A short example is in our [test files](../test_data/example_stratification/strat.tsv), and a real example is available through [GIAB](https://github.com/genome-in-a-bottle/genome-stratifications/blob/master/GRCh38/v3.1-GRCh38-all-stratifications.tsv).

Aardvark takes a haplotype-centric approach to all analysis, including stratification.
This means Aardvark compares the entire region against the stratifications when determining labels.
Most variants in a typical benchmark are isolated, so for those variants Aardvark will just check if the reference bases are fully-contained within the stratification regions.
If two or more variants are located in the same Aardvark region, it instead checks if the bases from the start of the first variant through the end of the last variant are fully-contained.
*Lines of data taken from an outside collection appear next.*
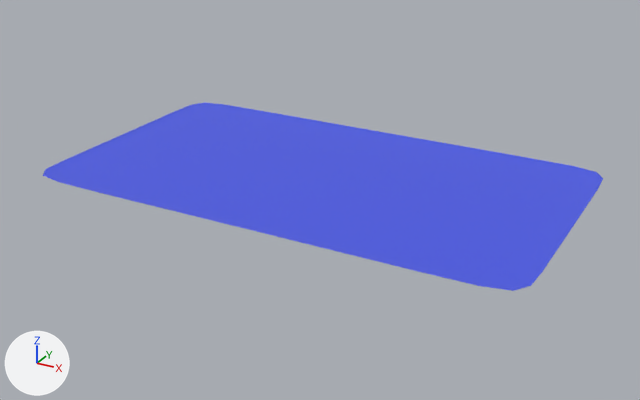
Two versions of the Blender file Modelos VR/Probados/bandeja.blend, one commit apart.
One viewpoint serves both versions: a 50 mm camera at (3.32, -6.07, 3.94) aimed at (0.03, -0.08, 0.95). The lights are fixed; the arrows at lower left show +X, +Y and +Z.
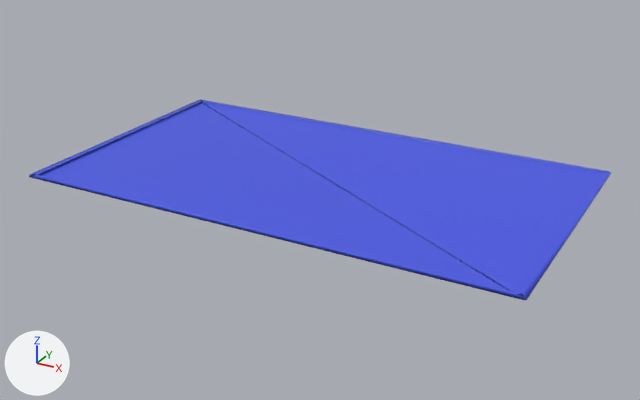
Location of each change, (x1, y1, x2, y2) in pixels of the pictures (640 x 400 px):
'Cube', modifiers changed (6% taller)
    before: (43, 103, 603, 291)
    after: (29, 100, 611, 300)

Diff of the bpy script that builds the scene:
```diff
--- a/Modelos VR/Probados/bandeja.blend.py
+++ b/Modelos VR/Probados/bandeja.blend.py
@@ ob_cube @@
 _m = ob_cube.modifiers.new('Solidificar', 'SOLIDIFY')
 _m.thickness = 0.03
-_m = ob_cube.modifiers.new('Subdivisión', 'SUBSURF')
-_m.levels = 5
```
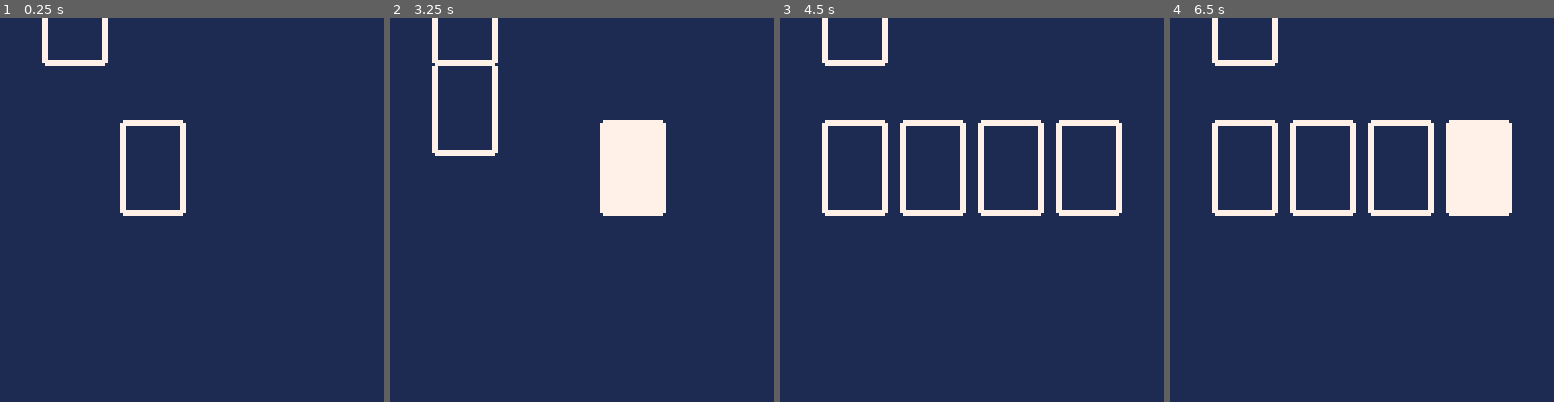
Above: before the commit, frames 1-4 (left to right).
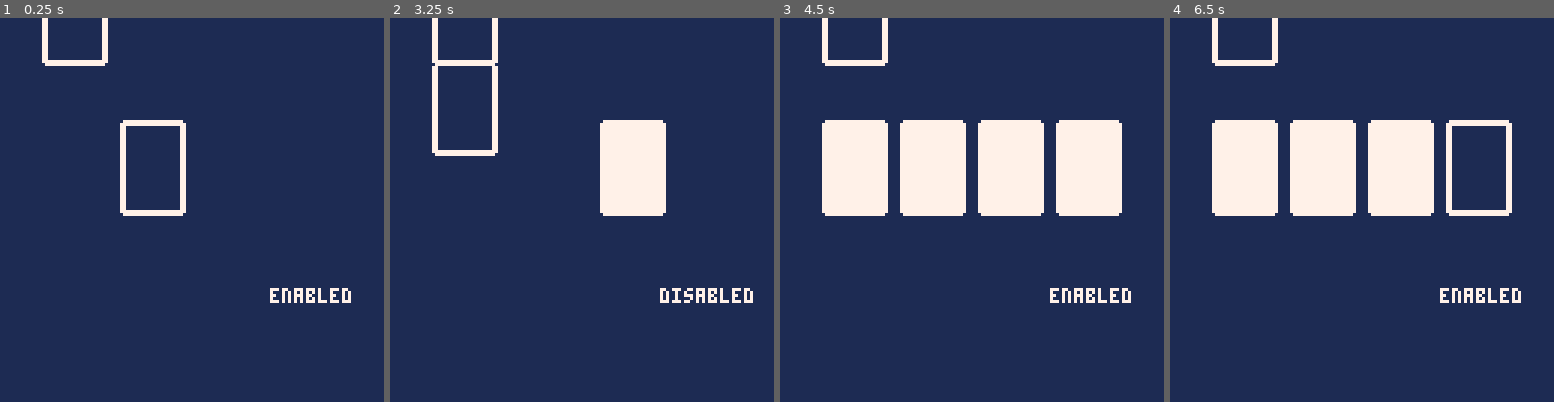
Above: after the commit, the same moments.

Repository: shen-sat/scoundrel
Game: PICO-8 cartridge game.p8
The game is run twice, just before and just after one commit, with the same random seed, the same clock (stepped at 60 frames per second) and the same inputs.
Inputs:
- Up to frame 1 (0.25 s): no input
- Up to frame 2 (3.25 s): tap O (Z key) at 0.7, 1.7, 2.1, 2.5, 2.9 s; hold Left from 3.08 s (still down)
- Up to frame 3 (4.5 s): tap O (Z key) at 3.3, 3.7, 4.1 s; release Left at 3.58 s
- Up to frame 4 (6.5 s): tap O (Z key) every 0.4 s from 4.5 to 6.1 s; hold Left 5.08-5.68 s

The runs differ from the first frame. In frame 1, 0.4% of the frame differs, in the area x 70-92%, y 70-75%; in frame 2, 0.5%; in frame 3, 13%, in the area x 12-92%, y 28-75%; in frame 4, 13%.

Commit message:
Flip cards when context is complete

Diff:
--- a/create_context.lua
+++ b/create_context.lua
@@ -27,13 +27,17 @@
     end,
     is_complete = function(self)
       local result = true
+      -- check if cards are all in position
       for i=1, #self.cards do
-        if not (self.cards[i].x == self.x_points[i]) then result = false end
+        local card = self.cards[i]
+        if not (card.x == self.x_points[i]) then result = false end
+        if card.facedown then result = false end
       end
 
       return (result and self:is_full())
     end,
     deal = function(self)
+      -- arrange cards positions
       for i=1, #self.cards do
         local card_x = self.cards[i].x + flr(self.move_speed)
         if card_x > self.x_points[i] then
@@ -41,6 +45,11 @@
         else
           self.cards[i].x += flr(self.move_speed)
         end
+      end
+      -- arrange cards faceup
+      for i=1, #self.cards do
+        local card = self.cards[i]
+        if card.x >= self.x_points[i] and card.facedown then card:set_state('flip') end
       end
     end,
     set_state = function(self,new_state)
--- a/game.p8
+++ b/game.p8
@@ -21,6 +21,7 @@
   -- bg
   rectfill(0,0,127,127,1)
   -- other objects
+  print(gamepad_debug,90,90,7)
   deck:draw()
   context:draw()
 end
@@ -49,6 +50,7 @@
 end
 
 function game_update()
+  gamepad_debug = 'disabled'
   gamepad:update()
   context:update()
   deck:update()
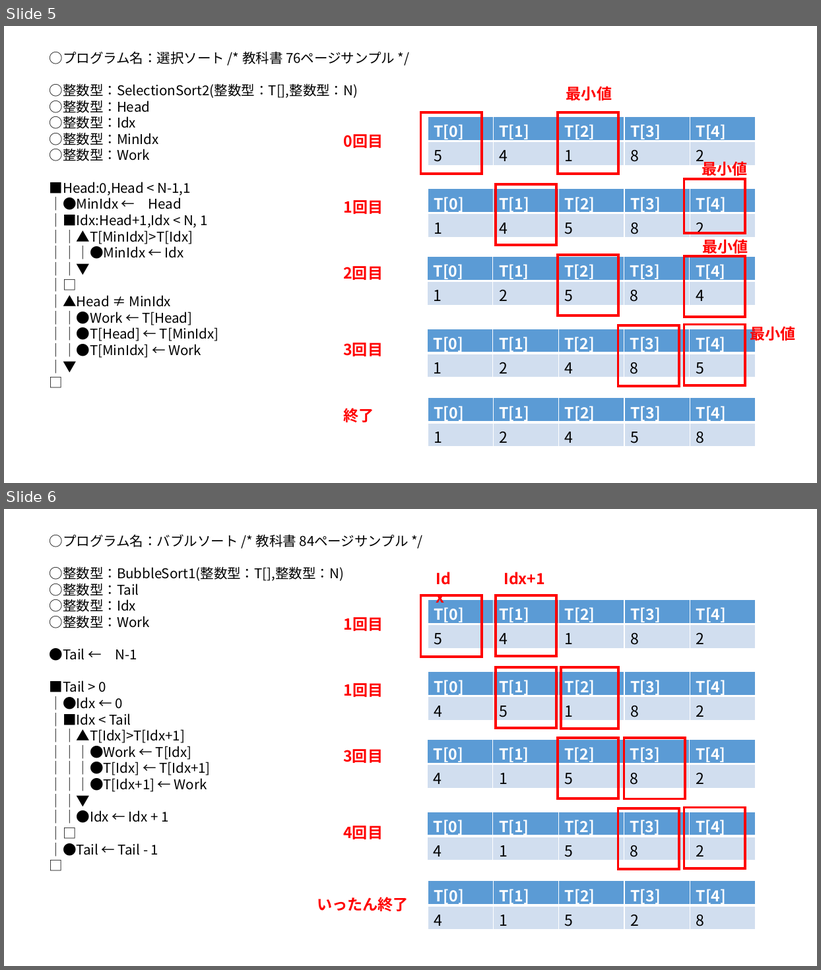
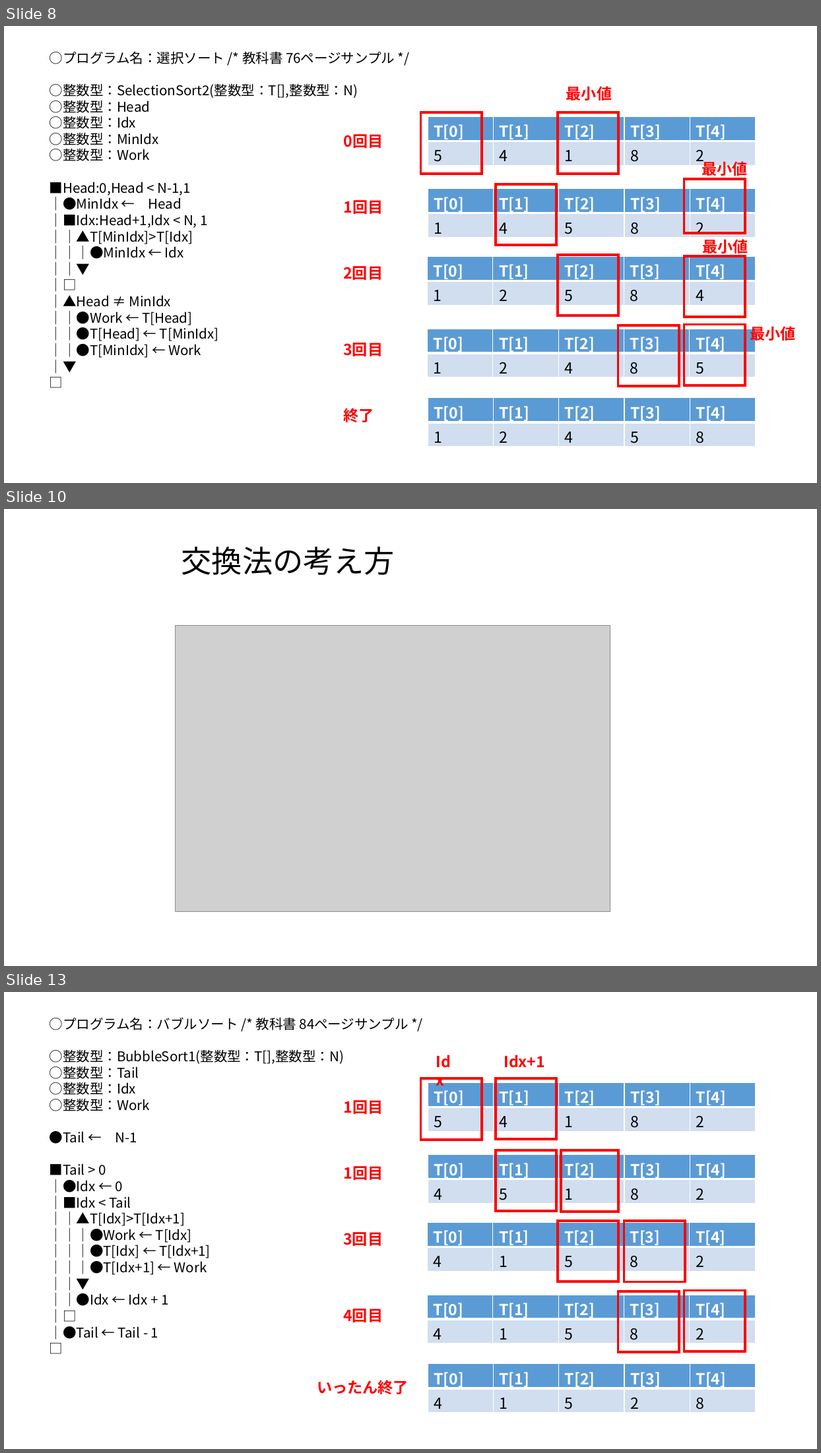
Before and after one commit to masakage/algorithm, a slide deck: docs/第11回選択法交換法アルゴリズム .pptx. Shown one above the other, each under a label of ours: slides 5 and 6 before the commit, slides 8, 10 and 13 after it; the slides between them are not shown. The pictures are 821x970 and 821x1453 pixels, drawn with LibreOffice and Linux fonts; fonts in the diff are those of the drawing; grey boxes stand for pictures. Boxes give left, top, right and bottom in pixels: in the first picture for what was removed or moved away, otherwise in the second. Text is boxed around its words. In the diff, an @@ line names an element or a change of style, - is before the commit and + after.

```diff
--- a/docs/第11回選択法交換法アルゴリズム .pptx
+++ b/docs/第11回選択法交換法アルゴリズム .pptx
@@ slide 10 added at bbox=[4, 509, 817, 966], background #FFFFFF @@
@@ text added at bbox=[182, 547, 395, 575], 36 pt, text #000000 @@
+交換法の考え方
@@ picture added at bbox=[176, 626, 611, 912] @@
@@ what was slide 5 is now slide 8 @@
@@ what was slide 6 is now slide 13 @@
```
Also in this commit, not shown: 1 slide changed, 6 other slides added.
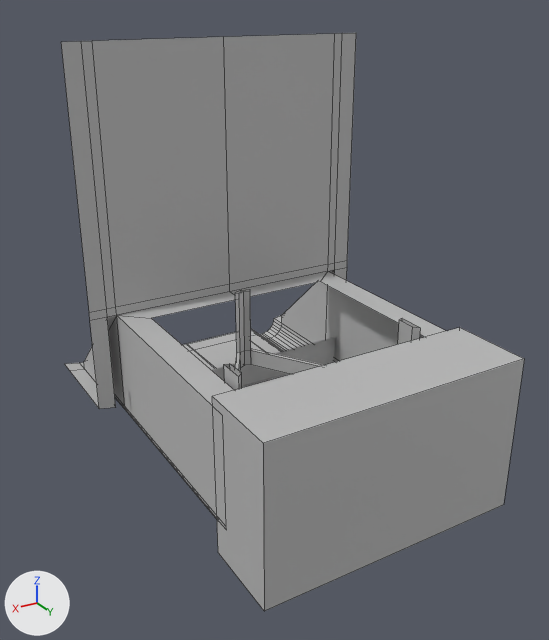
One commit to the FBX model VR Bowling/Assets/Art/Models/Pinbak.fbx: the scene before it, then after it.
Camera for both pictures: a 50 mm camera at (2.02, 3.36, 2.32) aimed at (0.04, 0.07, 0.67). Every picture has the same lights, and +X, +Y and +Z are marked at lower left. Mesh edges are drawn as thin lines on the coarser meshes. Where no turn or scale is listed for an object, it has been applied to the vertices.

Objects in the first picture: 'Guard', 'PinBak', 'Track', 'pCube11', 'pCube12'.
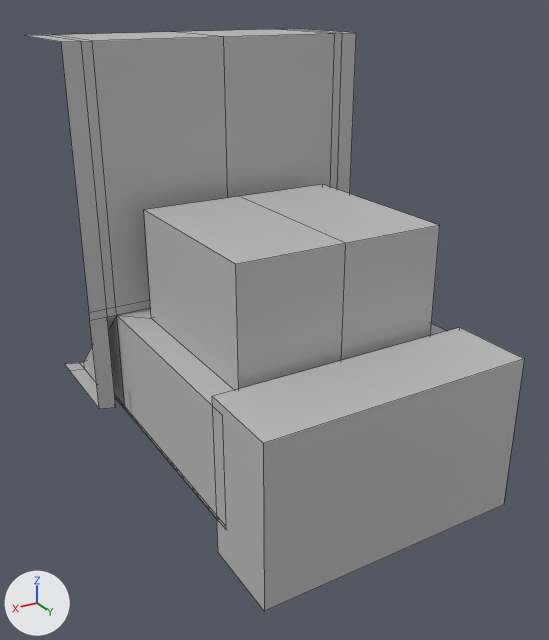
Changed parts and their boxes (x1, y1, x2, y2) in the pictures (549 x 640 px):
```json
{"object": "PinBak", "change": "reshaped", "before": [61, 33, 445, 519], "after": [27, 29, 445, 519], "on screen": "9% wider"}
{"part": 1, "of": "me_mesh_003", "change": "added", "after": [144, 184, 440, 390]}
{"part": 2, "of": "me_mesh_003", "change": "added", "after": [27, 29, 352, 42]}
{"object": "pCube12", "change": "unchanged, covered by the edit", "before": [224, 290, 421, 390]}
{"object": "Guard", "change": "unchanged, covered by the edit", "before": [129, 337, 336, 411]}
{"object": "Track", "change": "unchanged, covered by the edit", "before": [183, 329, 291, 388]}
```

Scene script edits in JSON lines:
```json
{"block": "me_mesh_003", "where": "me_mesh_003.from_pydata(...)  # 170 vertices, 126 faces; spans x -0.89..0.89, y -1.23..0.78, z -0.06..2.11"}
{"block": "me_mesh_003", "where": "# used by ob_pinbak; location = (0.0, 0.0, -0.008)"}
{"block": "me_mesh_003", "where": "# verts and faces of me_mesh_003; kept vertices keep their numbers, new ones are numbered from 170"}
{"block": "me_mesh_003", "where": "# before: 77 (-0.58, 0.64, 0.64), 78 (-0.58, -0.4, 0.64) at pixel (320, 281), 84 (0.0, 0.64, 0.64), 85 (0.0, -0.4, 0.64), 159 (0.58, 0.64, 0.64)"}
{"block": "me_mesh_003", "where": "# before: 160 (0.58, -0.4, 0.64) at pixel (151, 318)"}
{"block": "me_mesh_003", "where": "# before: 163 (-0.79, -0.54, 2.11) at pixel (342, 33), 164 (-0.73, -0.54, 2.11) at pixel (334, 33), 165 (0.0, -0.54, 2.11) at pixel (223, 36), 166 (-0.89, -0.54, 2.11) at pixel (356, 32), 167 (0.79, -0.54, 2.11) at pixel (81, 41)"}
{"block": "me_mesh_003", "where": "# before: 168 (0.73, -0.54, 2.11) at pixel (92, 40), 169 (0.89, -0.54, 2.11) at pixel (61, 41)"}
{"block": "me_mesh_003", "change": "me_mesh_003 part 1"}
{"op": "add", "block": "me_mesh_003", "code": "for new, old in zip([*range(177, 183)], [77, 78, 84, 85, 159, 160]): verts[new] = verts[old] + (0.0, 0.0, 0.62)"}
{"op": "add", "block": "me_mesh_003", "code": "faces += [(77, 177, 178, 78), (77, 84, 179, 177), (78, 178, 180, 85), (159, 160, 182, 181), (84, 159, 181, 179), (85, 180, 182, 160)]"}
{"op": "add", "block": "me_mesh_003", "code": "faces += [(177, 179, 180, 178), (179, 181, 182, 180)]"}
{"block": "me_mesh_003", "change": "me_mesh_003 part 2"}
{"op": "add", "block": "me_mesh_003", "code": "for new, old in zip([*range(170, 177)], [*range(163, 170)]): verts[new] = verts[old] + (0.0, -0.69, 0.0)"}
{"op": "add", "block": "me_mesh_003", "code": "faces += [(163, 164, 171, 170), (164, 165, 172, 171), (163, 170, 173, 166), (167, 174, 175, 168), (165, 168, 175, 172), (167, 169, 176, 174)]"}
```

As a result, stratification regions that are small and co-located with increased variation may be under-reported in the stratifications.

# Frequently asked questions
## Which comparison mode is most like existing benchmark tools?
Other tools, like [hap.py](https://github.com/Illumina/hap.py) or [rtg vcfeval](https://github.com/RealTimeGenomics/rtg-tools), typically use the genotype accuracy for benchmarking.
Aardvark's GenoType (`GT`) comparison type is most similar to these other approaches, requiring that the alternate sequences exactly match while not allowing for partial credit.